お父さん、心配性だからな………。
夜帰ってくるの遅いお父さんにとってはきっと。
幼なじみで創ちゃんが一番頼りになるってわかってるからだよね?
だから鍵を預けたんだよね?
………それ以外考えたくない。

「でも創ちゃん、お家の人………心配してるんじゃないの?早く帰らないとお夕飯が」

お夕飯に間に合わないよ。
そう言いたかった。
だけどそれは創ちゃんによって止められた。

「それは大丈夫。ちゃんと言ってあるから。むしろ泊まってこいって感じだったし………」

「………そう、なんだ。なんか創ちゃん。
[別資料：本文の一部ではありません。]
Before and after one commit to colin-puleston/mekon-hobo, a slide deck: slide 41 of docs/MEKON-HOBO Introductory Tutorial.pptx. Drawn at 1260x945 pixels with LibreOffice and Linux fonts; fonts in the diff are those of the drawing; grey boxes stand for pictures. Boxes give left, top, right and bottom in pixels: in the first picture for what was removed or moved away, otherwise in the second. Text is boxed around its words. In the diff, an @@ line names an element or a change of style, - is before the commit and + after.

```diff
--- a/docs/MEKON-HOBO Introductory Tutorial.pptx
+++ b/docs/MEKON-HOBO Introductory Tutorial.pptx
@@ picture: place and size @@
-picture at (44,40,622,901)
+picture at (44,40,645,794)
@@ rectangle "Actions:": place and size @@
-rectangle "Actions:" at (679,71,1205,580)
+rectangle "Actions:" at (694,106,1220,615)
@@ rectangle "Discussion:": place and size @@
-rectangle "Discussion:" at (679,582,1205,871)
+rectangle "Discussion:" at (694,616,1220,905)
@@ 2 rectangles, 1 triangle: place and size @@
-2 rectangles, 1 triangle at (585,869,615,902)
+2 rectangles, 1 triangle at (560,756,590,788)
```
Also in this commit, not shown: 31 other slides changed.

お母さんたちって明るくていいよね」

私はふっと、お母さんのことを思い出していた。
私のお母さんはおしとやかだった。
そして運動が苦手。
お母さんが作る料理はとっても美味しい。
私は好きだった。
お母さんと一緒に料理を作るのが楽しかった。
アイドルをやりながらも家族を大切にしていた。
家族を第一に考えていた。

『恋、笑って………』

「っ!?」

私の頭の中に流れ込んできたもの。
何………これ………?
お母さんの声だった。
そして………。

『嫌だ、死なないで………っ!』

きっとお母さんが亡くなった日のことだろう。
必死にお母さんにすがりついている私がいたんだ。